TASK OBJECTIVE:
For every record that follows, transcribe the text exactly and leave any image out.

[Dataset entries]

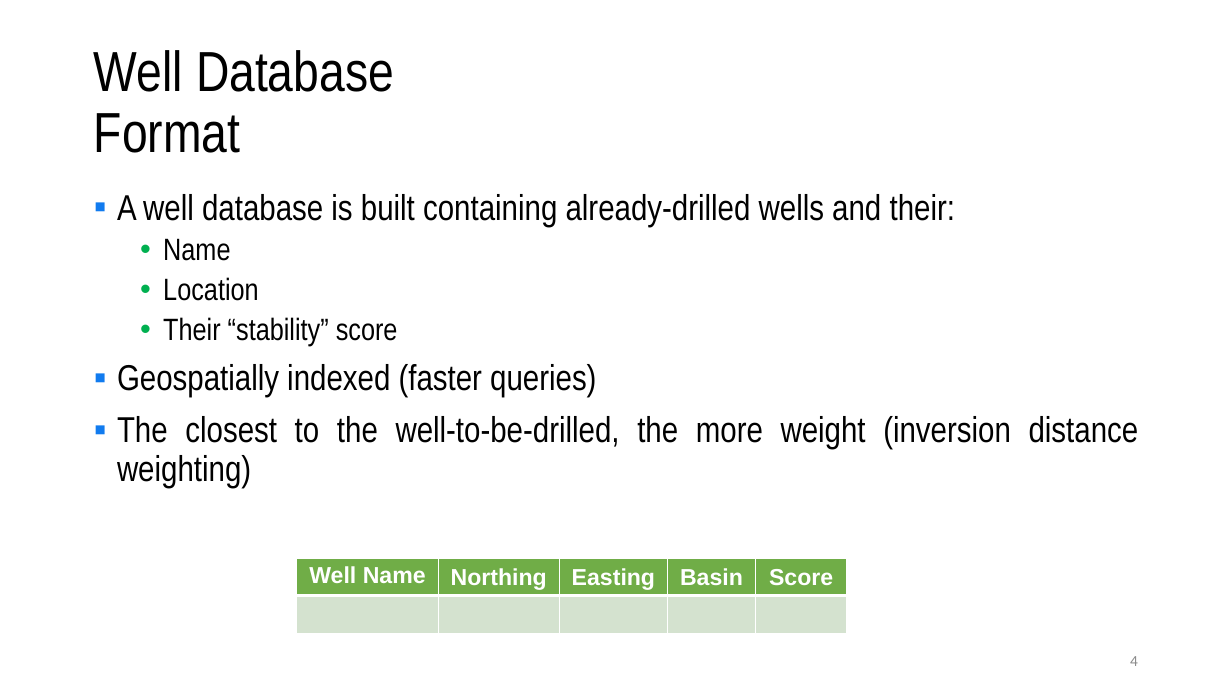
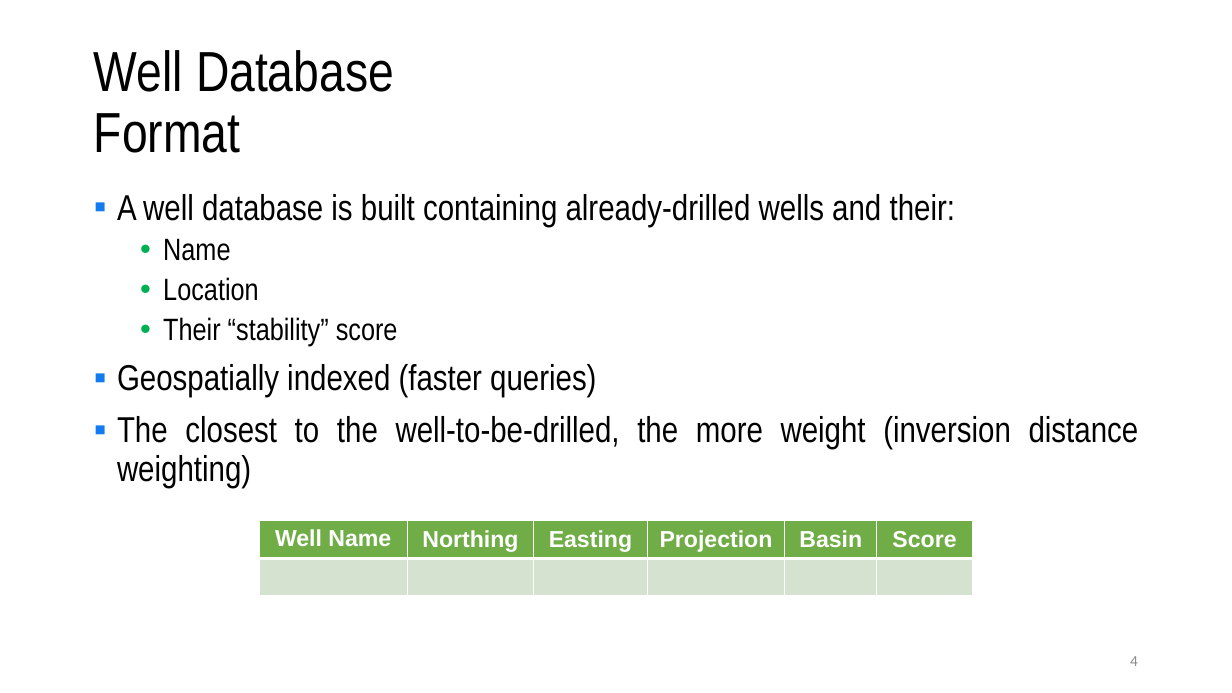
Before and after one commit to frenchie63/Proof_of_Concept, a slide deck: slide 4 of Presentation/Proof_of_concept.pptx. Drawn at 1232x693 pixels with LibreOffice and Linux fonts; fonts in the diff are those of the drawing; background and template pictures are left out. Boxes give left, top, right and bottom in pixels: in the first picture for what was removed or moved away, otherwise in the second. Text is boxed around its words. In the diff, an @@ line names an element or a change of style, - is before the commit and + after.

Commit message:
Updated presentation and code, added projection

```diff
--- a/Presentation/Proof_of_concept.pptx
+++ b/Presentation/Proof_of_concept.pptx
@@ table at (260, 521, 973, 596) @@
+column 4: Projection | 
@@ table: place and size @@
-table at (297, 558, 847, 633)
+table at (260, 521, 973, 596)
```
Also in this commit, not shown: 2 other slides changed, 1 slide added, 17 other files.
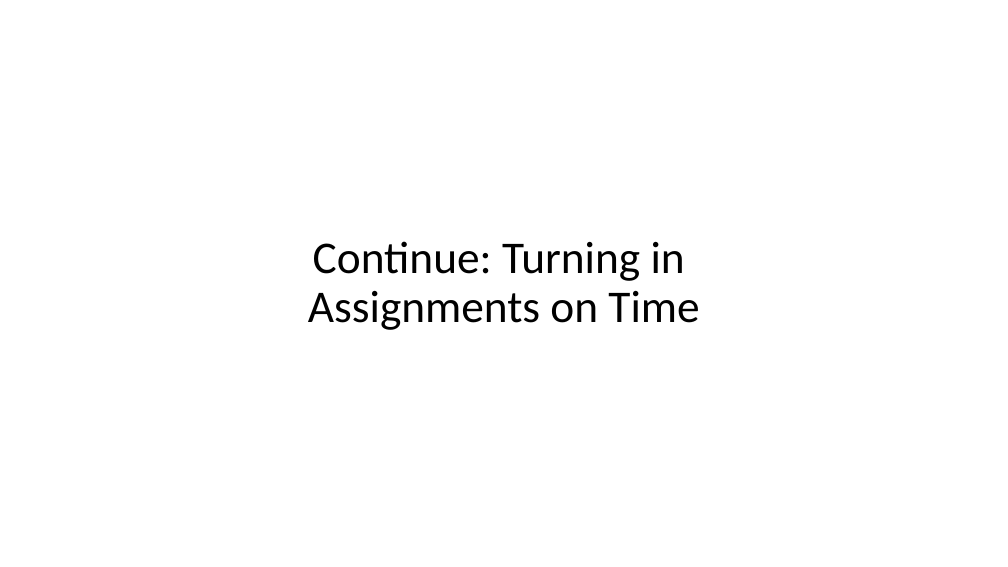
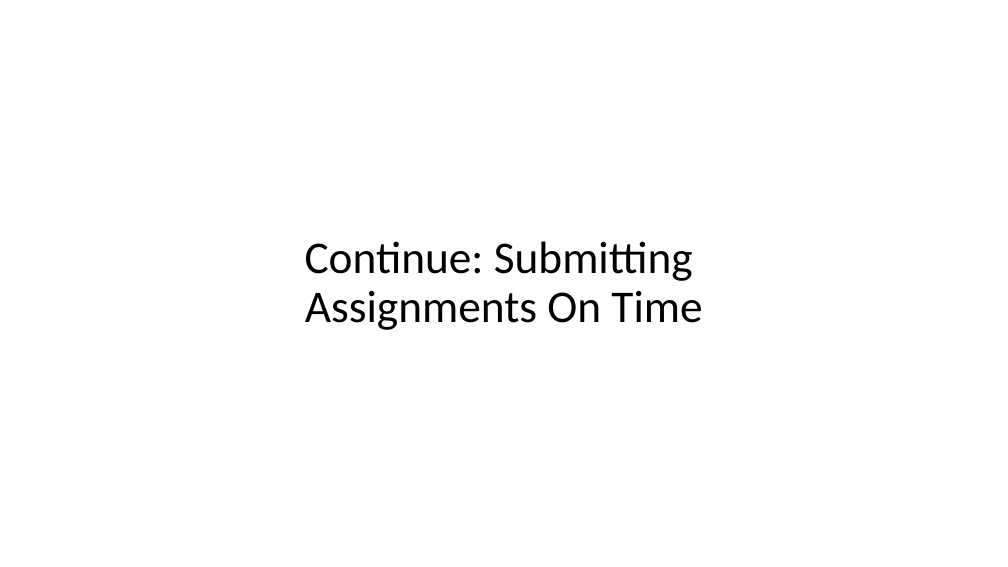
Before and after one commit to EricJPogue/CPSC-24500, a slide deck: slide 6 of lecture-slides/2020-01-28-oop.pptx (slide 5 before the commit). Drawn at 1008x567 pixels with LibreOffice and Linux fonts; fonts in the diff are those of the drawing. Boxes give left, top, right and bottom in pixels: in the first picture for what was removed or moved away, otherwise in the second. Text is boxed around its words. In the diff, an @@ line names an element or a change of style, - is before the commit and + after.

```diff
--- a/lecture-slides/2020-01-28-oop.pptx
+++ b/lecture-slides/2020-01-28-oop.pptx
@@ title at (x1=305, y1=241, x2=702, y2=330): text changed @@
-Continue: Turning in
-Assignments on Time
+Continue: Submitting
+Assignments On Time
```
Also in this commit, not shown: 3 other slides changed, 4 slides added, 1 other file.
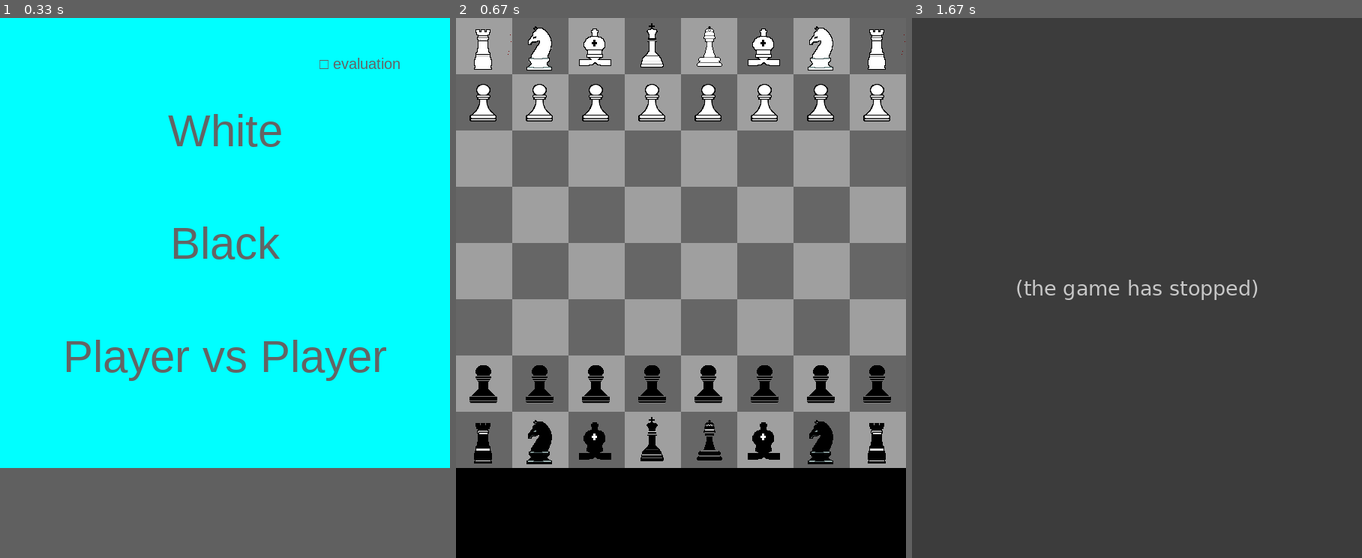
Above: before the commit, frames 1-3 (left to right).
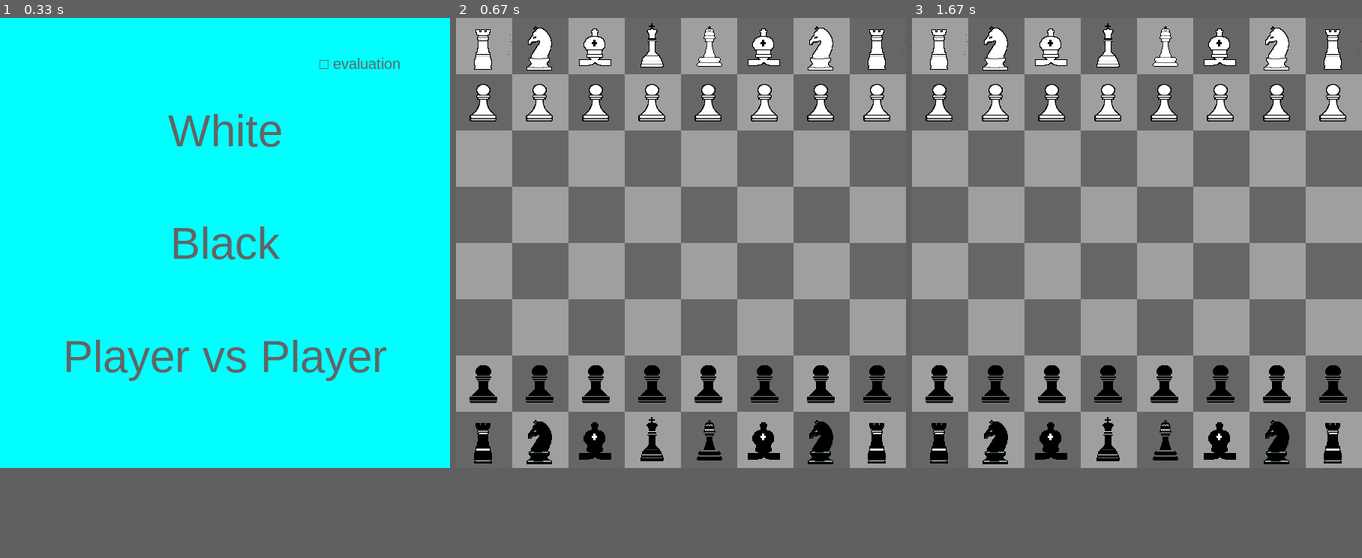
Above: after the commit, the same moments.

Repository: KallePalmunen/Shakkibotti
Game: pygame game, started from pygametester.py
The game is run twice, just before and just after one commit, with the same random seed, the same clock (stepped at 60 frames per second) and the same inputs.
Inputs:
- Up to frame 1 (0.33 s): no input
- Up to frame 2 (0.67 s): click "Player vs Player" at 0.38 s
- Up to frame 3 (1.67 s): no input
In our replay, in frame 2 the window is 600x720 before the commit and 600x600 after it. These sizes can differ from the game's own. Grey fills any space a smaller window leaves; there, only what the larger window draws over its background counts as a difference.

Frame 1 is identical in both runs. In frame 2, only the window size differs. In frame 3, 83% of the frame differs, in the area x 0-100%, y 0-84%.
Error before the commit: NameError: name 'time0' is not defined (pygametester.py line 364); the game stopped at 1.4 s (later frames are placeholders)

Commit message:
Defined time0 variable at the start of pygametester

Diff:
--- a/pygametester.py
+++ b/pygametester.py
@@ -33,7 +33,8 @@
 clock2 = 180
 increment = 2
 seconds = 0
-clockon = True
+clockon = False
+time0 = time.time()
 
 screen = pygame.display.set_mode([x, y])

RESPONSE AREA:
Before and after one commit to frenchie63/Proof_of_Concept, a slide deck: slide 4 of Presentation/Proof_of_concept.pptx. Drawn at 1232x693 pixels with LibreOffice and Linux fonts; fonts in the diff are those of the drawing; background and template pictures are left out. Boxes give left, top, right and bottom in pixels: in the first picture for what was removed or moved away, otherwise in the second. Text is boxed around its words. In the diff, an @@ line names an element or a change of style, - is before the commit and + after.

Commit message:
Updated presentation and code, added projection

```diff
--- a/Presentation/Proof_of_concept.pptx
+++ b/Presentation/Proof_of_concept.pptx
@@ table at (260, 521, 973, 596) @@
+column 4: Projection | 
@@ table: place and size @@
-table at (297, 558, 847, 633)
+table at (260, 521, 973, 596)
```
Also in this commit, not shown: 2 other slides changed, 1 slide added, 17 other files.
Before and after one commit to EricJPogue/CPSC-24500, a slide deck: slide 6 of lecture-slides/2020-01-28-oop.pptx (slide 5 before the commit). Drawn at 1008x567 pixels with LibreOffice and Linux fonts; fonts in the diff are those of the drawing. Boxes give left, top, right and bottom in pixels: in the first picture for what was removed or moved away, otherwise in the second. Text is boxed around its words. In the diff, an @@ line names an element or a change of style, - is before the commit and + after.

```diff
--- a/lecture-slides/2020-01-28-oop.pptx
+++ b/lecture-slides/2020-01-28-oop.pptx
@@ title at (x1=305, y1=241, x2=702, y2=330): text changed @@
-Continue: Turning in
-Assignments on Time
+Continue: Submitting
+Assignments On Time
```
Also in this commit, not shown: 3 other slides changed, 4 slides added, 1 other file.
Above: before the commit, frames 1-3 (left to right).
Above: after the commit, the same moments.

Repository: KallePalmunen/Shakkibotti
Game: pygame game, started from pygametester.py
The game is run twice, just before and just after one commit, with the same random seed, the same clock (stepped at 60 frames per second) and the same inputs.
Inputs:
- Up to frame 1 (0.33 s): no input
- Up to frame 2 (0.67 s): click "Player vs Player" at 0.38 s
- Up to frame 3 (1.67 s): no input
In our replay, in frame 2 the window is 600x720 before the commit and 600x600 after it. These sizes can differ from the game's own. Grey fills any space a smaller window leaves; there, only what the larger window draws over its background counts as a difference.

Frame 1 is identical in both runs. In frame 2, only the window size differs. In frame 3, 83% of the frame differs, in the area x 0-100%, y 0-84%.
Error before the commit: NameError: name 'time0' is not defined (pygametester.py line 364); the game stopped at 1.4 s (later frames are placeholders)

Commit message:
Defined time0 variable at the start of pygametester

Diff:
--- a/pygametester.py
+++ b/pygametester.py
@@ -33,7 +33,8 @@
 clock2 = 180
 increment = 2
 seconds = 0
-clockon = True
+clockon = False
+time0 = time.time()
 
 screen = pygame.display.set_mode([x, y])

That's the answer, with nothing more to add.